In het kader van de evaluatie is gevraagd of ministeries over gegevens beschikken omtrent het aantal keren dat (vermoedens van) integriteitsinbreuken bij de vertrouwenspersoon voor integriteit worden gemeld c.q. het aantal keren dat de vertrouwenspersoon om advies wordt gevraagd (zie tabel 4). Ook is gevraagd naar het soort zaken waar het om gaat. De meeste ministeries en de Belastingdienst beschikken over deze gegevens. Vaak wordt door de vertrouwenspersoon integriteit jaarlijks aan de Secretaris-Generaal een vertrouwelijk en geanonimiseerd verslag uitgebracht over het aantal malen dat hij in het voorafgaande kalenderjaar is geraadpleegd en de onderwerpen die het betrof. De zaken waarvoor de vertrouwenspersonen in de periode van september 1999 tot september 2000 zijn geraadpleegd hadden onder meer betrekking op het aannemen van geschenken en diensten, nevenfuncties, fraude, misbruik van internet, wetenschappelijke integriteit en schending van de geheimhoudingsplicht.

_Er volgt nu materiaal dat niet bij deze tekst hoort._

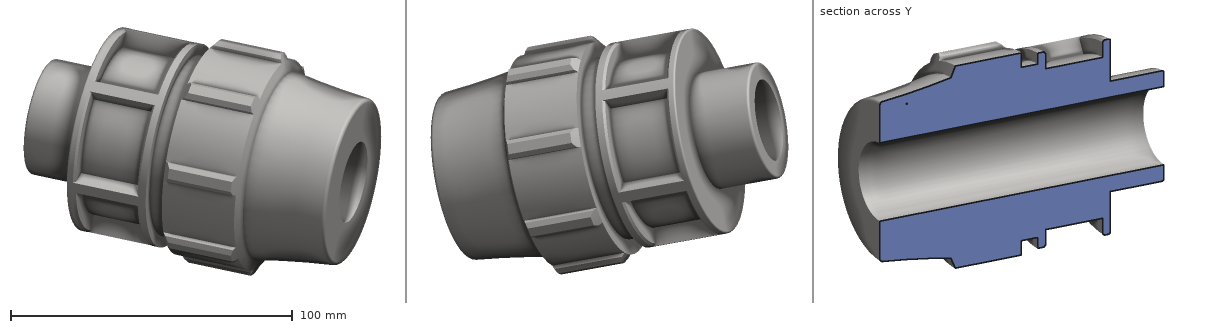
import cadquery as cq
FLANGE_START = 22.1
FLANGE_END = 52.1
NUT_START = 58.6
NUT_END = 87.8
TOTAL_LENGTH = 117.0

BORE_RADIUS = 29.4 / 2
SPIGOT_RADIUS = 41.9 / 2
FLANGE_RADIUS = 73.8 / 2
NECK_RADIUS = 65.6 / 2
NUT_RADIUS = 38.3
TAPER_START_RADIUS = 34.2
TAPER_END_RADIUS = 30.3
TAPER_SAG = 0.4

SPIGOT_ROUND = 0.9
FLANGE_ROUND = 0.7
TAPER_ROUND = 1.4

POCKET_COUNT = 6
POCKET_START = 25.4
POCKET_END = 48.7
POCKET_FLOOR_RADIUS = 30.4
POCKET_CHAMFER = 0.8
WEB_WIDTH = 4.2

RIB_COUNT = 8
RIB_TOP_RADIUS = 41.0
RIB_SHOULDER_RADIUS = 39.4
RIB_TOP_WIDTH = 3.7
RIB_BASE_WIDTH = 6.8
RIB_LEAD_IN = 2.3
NUT_BACK_SLOPE = 0.45

CLEARANCE = 1.2


def revolve_about_x(profile):
    """Revolve a closed XY profile (x = axial, y = radial) about the X axis."""
    return profile.close().revolve(360, (0, 0, 0), (1, 0, 0))


def nut_back_x(radius):
    """Axial position of the conical nut back at a given radius."""
    return NUT_END - NUT_BACK_SLOPE * (radius - TAPER_START_RADIUS)


def turned_body():
    """Spigot, flange, neck and concave taper as one solid of revolution."""
    taper_end_x = TOTAL_LENGTH - TAPER_ROUND
    taper_mid = (
        (NUT_END + taper_end_x) / 2,
        (TAPER_START_RADIUS + TAPER_END_RADIUS) / 2 - TAPER_SAG,
    )
    profile = (
        cq.Workplane("XY")
        .moveTo(0, 0)
        .lineTo(0, SPIGOT_RADIUS - SPIGOT_ROUND)
        .radiusArc((SPIGOT_ROUND, SPIGOT_RADIUS), SPIGOT_ROUND)
        .lineTo(FLANGE_START, SPIGOT_RADIUS)
        .lineTo(FLANGE_START, FLANGE_RADIUS - FLANGE_ROUND)
        .radiusArc((FLANGE_START + FLANGE_ROUND, FLANGE_RADIUS), FLANGE_ROUND)
        .lineTo(FLANGE_END, FLANGE_RADIUS)
        .lineTo(FLANGE_END, NECK_RADIUS)
        .lineTo(NUT_END, NECK_RADIUS)
        .lineTo(NUT_END, TAPER_START_RADIUS)
        .threePointArc(taper_mid, (taper_end_x, TAPER_END_RADIUS))
        .radiusArc((TOTAL_LENGTH, TAPER_END_RADIUS - TAPER_ROUND), TAPER_ROUND)
        .lineTo(TOTAL_LENGTH, 0)
    )
    return revolve_about_x(profile)


def flange_pockets():
    """Cutter for the pockets: a bevelled ring groove interrupted by the webs."""
    reach = FLANGE_RADIUS + CLEARANCE
    bevel_root = FLANGE_RADIUS - POCKET_CHAMFER
    rim_start = POCKET_START - POCKET_CHAMFER
    rim_end = POCKET_END + POCKET_CHAMFER
    ring = revolve_about_x(
        cq.Workplane("XY")
        .moveTo(POCKET_START, POCKET_FLOOR_RADIUS)
        .lineTo(POCKET_START, bevel_root)
        .lineTo(rim_start, FLANGE_RADIUS)
        .lineTo(rim_start, reach)
        .lineTo(rim_end, reach)
        .lineTo(rim_end, FLANGE_RADIUS)
        .lineTo(POCKET_END, bevel_root)
        .lineTo(POCKET_END, POCKET_FLOOR_RADIUS)
    )
    web = cq.Workplane("XY").box(FLANGE_END, reach, WEB_WIDTH, centered=(False, False, True))
    web = web.translate((FLANGE_START, 0, 0))
    for index in range(POCKET_COUNT):
        ring = ring.cut(web.rotate((0, 0, 0), (1, 0, 0), index * 360 / POCKET_COUNT))
    return ring


def grip_rib():
    """One faceted grip rib pointing along +Y, spanning the length of the nut."""
    half_top = RIB_TOP_WIDTH / 2
    half_base = RIB_BASE_WIDTH / 2
    root = NECK_RADIUS + CLEARANCE
    return (
        cq.Workplane("YZ", origin=(NUT_START, 0, 0))
        .moveTo(root, -half_base)
        .lineTo(RIB_SHOULDER_RADIUS, -half_base)
        .lineTo(RIB_TOP_RADIUS, -half_top)
        .lineTo(RIB_TOP_RADIUS, half_top)
        .lineTo(RIB_SHOULDER_RADIUS, half_base)
        .lineTo(root, half_base)
        .close()
        .extrude(NUT_END - NUT_START)
    )


def ribbed_nut():
    """Nut with grip ribs, trimmed by the sloped rib fronts and the conical back."""
    nut = cq.Workplane("YZ", origin=(NUT_START, 0, 0)).circle(NUT_RADIUS).extrude(NUT_END - NUT_START)
    rib = grip_rib()
    pitch = 360 / RIB_COUNT
    for index in range(RIB_COUNT):
        nut = nut.union(rib.rotate((0, 0, 0), (1, 0, 0), (index + 0.5) * pitch))
    lead_slope = RIB_LEAD_IN / (RIB_TOP_RADIUS - NUT_RADIUS)
    reach = RIB_TOP_RADIUS + CLEARANCE
    envelope = revolve_about_x(
        cq.Workplane("XY")
        .moveTo(NUT_START, 0)
        .lineTo(NUT_START, NUT_RADIUS)
        .lineTo(NUT_START + lead_slope * (reach - NUT_RADIUS), reach)
        .lineTo(nut_back_x(reach), reach)
        .lineTo(NUT_END, TAPER_START_RADIUS)
        .lineTo(NUT_END, 0)
    )
    return nut.intersect(envelope)


bore = cq.Workplane("YZ").circle(BORE_RADIUS).extrude(TOTAL_LENGTH)
result = turned_body().cut(flange_pockets()).union(ribbed_nut()).cut(bore)

Momenteel worden voorbereidingen getroffen om vooruitlopend op een wijziging van de Ambtenarenwet, voor de rijksdienst te komen tot een procedure voor de wijze waarop met vermoedens van misstanden moet worden omgegaan (klokkenluidersprocedure). Daarbij is ook voorzien in een rol voor de vertrouwenspersoon. Deze krijgt naast de lijnmanager een rol als kanaal waarlangs signalen van misstanden de ambtelijke top kunnen bereiken. Bij lang niet alle ministeries past een dergelijke rol momenteel in de taakopdracht van de departementale vertrouwenspersoon. Dit betekent dat de taakopdracht in sommige gevallen zal moeten worden aangepast. Behalve deze wijziging zie ik vooralsnog geen aanleiding voor verdere uniformering ten aanzien van de rol van de vertrouwenspersoon. De wijze waarop de rol van de vertrouwenspersoon wordt ingevuld is immers maatwerk en kan dus per ministerie(onderdeel) verschillen.

4. Draaideurconstructie

Bij zogenaamde draaideurconstructies gaat het om de situatie dat een voormalig ambtenaar na zijn ontslag vervolgens door het ministerie waaraan hij laatstelijk verbonden was, wordt ingehuurd via bijvoorbeeld een adviesbureau om werkzaamheden te verrichten. Om draaideurconstructies in de rijksdienst tegen te gaan, werden de ministeries op 13 september 1999 via een circulaire (zie bijlage 3 van de nota Integriteit van het Openbaar Bestuur) van het ministerie van Binnenlandse Zaken en Koninkrijksrelaties verzocht om een ambtenaar, die laatstelijk werkzaamheden heeft verricht op het desbetreffende ministerie, gedurende een periode van twee jaar na zijn ontslag departementsbreed niet als externe op enigerlei wijze in te huren. Daarbij werd aangegeven dat slechts in het kader van afspraken omtrent het beëindigen van het dienstverband van deze regel kan worden afgeweken voor een bepaalde, aan te geven tijd. Bovendien werden ministeries in de circulaire verzocht in aanbestedingsprocedures als norm te hanteren dat een voormalig ambtenaar niet bij de uitvoering van de te verstrekken werkzaamheden wordt betrokken.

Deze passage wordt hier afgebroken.